Problem details
Would you please set down the entries below exactly as shown?

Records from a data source

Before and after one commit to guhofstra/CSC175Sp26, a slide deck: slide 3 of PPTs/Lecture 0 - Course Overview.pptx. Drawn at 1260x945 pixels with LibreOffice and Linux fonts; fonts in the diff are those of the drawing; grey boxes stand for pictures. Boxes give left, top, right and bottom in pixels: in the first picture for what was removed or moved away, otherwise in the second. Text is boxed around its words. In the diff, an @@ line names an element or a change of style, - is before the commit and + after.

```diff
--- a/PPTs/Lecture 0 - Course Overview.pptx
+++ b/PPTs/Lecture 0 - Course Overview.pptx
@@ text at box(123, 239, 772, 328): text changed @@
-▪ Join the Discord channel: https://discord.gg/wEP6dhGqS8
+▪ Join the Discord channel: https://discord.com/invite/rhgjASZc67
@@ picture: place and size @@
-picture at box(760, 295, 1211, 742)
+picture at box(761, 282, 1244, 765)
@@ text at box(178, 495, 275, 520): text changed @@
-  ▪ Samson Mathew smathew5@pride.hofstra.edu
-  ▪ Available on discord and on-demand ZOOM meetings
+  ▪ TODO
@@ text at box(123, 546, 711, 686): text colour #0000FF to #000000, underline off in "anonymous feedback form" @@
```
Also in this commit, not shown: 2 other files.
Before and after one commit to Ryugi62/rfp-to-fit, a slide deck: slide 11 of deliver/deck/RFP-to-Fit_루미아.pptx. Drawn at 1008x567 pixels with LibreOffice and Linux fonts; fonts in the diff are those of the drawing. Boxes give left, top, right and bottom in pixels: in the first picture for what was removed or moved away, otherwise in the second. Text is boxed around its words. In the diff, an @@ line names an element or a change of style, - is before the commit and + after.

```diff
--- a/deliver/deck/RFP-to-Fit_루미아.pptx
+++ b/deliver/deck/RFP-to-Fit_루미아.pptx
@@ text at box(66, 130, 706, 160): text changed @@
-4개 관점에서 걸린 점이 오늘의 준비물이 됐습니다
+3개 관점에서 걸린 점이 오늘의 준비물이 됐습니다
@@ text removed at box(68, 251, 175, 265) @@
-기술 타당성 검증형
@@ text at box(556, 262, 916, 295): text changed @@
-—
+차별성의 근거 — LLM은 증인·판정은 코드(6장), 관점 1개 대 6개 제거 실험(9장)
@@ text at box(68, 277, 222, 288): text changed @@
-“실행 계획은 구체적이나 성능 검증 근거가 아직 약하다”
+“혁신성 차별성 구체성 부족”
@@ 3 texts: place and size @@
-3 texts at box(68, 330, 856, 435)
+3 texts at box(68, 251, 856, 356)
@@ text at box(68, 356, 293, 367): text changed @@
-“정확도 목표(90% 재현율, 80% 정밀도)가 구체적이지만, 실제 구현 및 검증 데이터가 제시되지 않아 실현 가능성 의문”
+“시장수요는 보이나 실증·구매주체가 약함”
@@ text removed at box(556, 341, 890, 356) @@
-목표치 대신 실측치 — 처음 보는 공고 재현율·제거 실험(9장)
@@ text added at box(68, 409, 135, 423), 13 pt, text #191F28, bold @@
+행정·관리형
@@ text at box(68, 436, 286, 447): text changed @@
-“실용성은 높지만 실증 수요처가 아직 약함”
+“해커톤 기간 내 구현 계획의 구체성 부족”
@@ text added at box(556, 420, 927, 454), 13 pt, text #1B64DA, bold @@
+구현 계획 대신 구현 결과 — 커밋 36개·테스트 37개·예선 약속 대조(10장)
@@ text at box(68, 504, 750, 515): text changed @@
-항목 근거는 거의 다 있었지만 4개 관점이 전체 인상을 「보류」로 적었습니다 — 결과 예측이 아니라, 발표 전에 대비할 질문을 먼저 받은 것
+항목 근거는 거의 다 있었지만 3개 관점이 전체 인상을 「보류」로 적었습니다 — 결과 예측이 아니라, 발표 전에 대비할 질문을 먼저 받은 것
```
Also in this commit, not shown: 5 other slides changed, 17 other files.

Solution below
Before and after one commit to guhofstra/CSC175Sp26, a slide deck: slide 3 of PPTs/Lecture 0 - Course Overview.pptx. Drawn at 1260x945 pixels with LibreOffice and Linux fonts; fonts in the diff are those of the drawing; grey boxes stand for pictures. Boxes give left, top, right and bottom in pixels: in the first picture for what was removed or moved away, otherwise in the second. Text is boxed around its words. In the diff, an @@ line names an element or a change of style, - is before the commit and + after.

```diff
--- a/PPTs/Lecture 0 - Course Overview.pptx
+++ b/PPTs/Lecture 0 - Course Overview.pptx
@@ text at box(123, 239, 772, 328): text changed @@
-▪ Join the Discord channel: https://discord.gg/wEP6dhGqS8
+▪ Join the Discord channel: https://discord.com/invite/rhgjASZc67
@@ picture: place and size @@
-picture at box(760, 295, 1211, 742)
+picture at box(761, 282, 1244, 765)
@@ text at box(178, 495, 275, 520): text changed @@
-  ▪ Samson Mathew smathew5@pride.hofstra.edu
-  ▪ Available on discord and on-demand ZOOM meetings
+  ▪ TODO
@@ text at box(123, 546, 711, 686): text colour #0000FF to #000000, underline off in "anonymous feedback form" @@
```
Also in this commit, not shown: 2 other files.
Before and after one commit to Ryugi62/rfp-to-fit, a slide deck: slide 11 of deliver/deck/RFP-to-Fit_루미아.pptx. Drawn at 1008x567 pixels with LibreOffice and Linux fonts; fonts in the diff are those of the drawing. Boxes give left, top, right and bottom in pixels: in the first picture for what was removed or moved away, otherwise in the second. Text is boxed around its words. In the diff, an @@ line names an element or a change of style, - is before the commit and + after.

```diff
--- a/deliver/deck/RFP-to-Fit_루미아.pptx
+++ b/deliver/deck/RFP-to-Fit_루미아.pptx
@@ text at box(66, 130, 706, 160): text changed @@
-4개 관점에서 걸린 점이 오늘의 준비물이 됐습니다
+3개 관점에서 걸린 점이 오늘의 준비물이 됐습니다
@@ text removed at box(68, 251, 175, 265) @@
-기술 타당성 검증형
@@ text at box(556, 262, 916, 295): text changed @@
-—
+차별성의 근거 — LLM은 증인·판정은 코드(6장), 관점 1개 대 6개 제거 실험(9장)
@@ text at box(68, 277, 222, 288): text changed @@
-“실행 계획은 구체적이나 성능 검증 근거가 아직 약하다”
+“혁신성 차별성 구체성 부족”
@@ 3 texts: place and size @@
-3 texts at box(68, 330, 856, 435)
+3 texts at box(68, 251, 856, 356)
@@ text at box(68, 356, 293, 367): text changed @@
-“정확도 목표(90% 재현율, 80% 정밀도)가 구체적이지만, 실제 구현 및 검증 데이터가 제시되지 않아 실현 가능성 의문”
+“시장수요는 보이나 실증·구매주체가 약함”
@@ text removed at box(556, 341, 890, 356) @@
-목표치 대신 실측치 — 처음 보는 공고 재현율·제거 실험(9장)
@@ text added at box(68, 409, 135, 423), 13 pt, text #191F28, bold @@
+행정·관리형
@@ text at box(68, 436, 286, 447): text changed @@
-“실용성은 높지만 실증 수요처가 아직 약함”
+“해커톤 기간 내 구현 계획의 구체성 부족”
@@ text added at box(556, 420, 927, 454), 13 pt, text #1B64DA, bold @@
+구현 계획 대신 구현 결과 — 커밋 36개·테스트 37개·예선 약속 대조(10장)
@@ text at box(68, 504, 750, 515): text changed @@
-항목 근거는 거의 다 있었지만 4개 관점이 전체 인상을 「보류」로 적었습니다 — 결과 예측이 아니라, 발표 전에 대비할 질문을 먼저 받은 것
+항목 근거는 거의 다 있었지만 3개 관점이 전체 인상을 「보류」로 적었습니다 — 결과 예측이 아니라, 발표 전에 대비할 질문을 먼저 받은 것
```
Also in this commit, not shown: 5 other slides changed, 17 other files.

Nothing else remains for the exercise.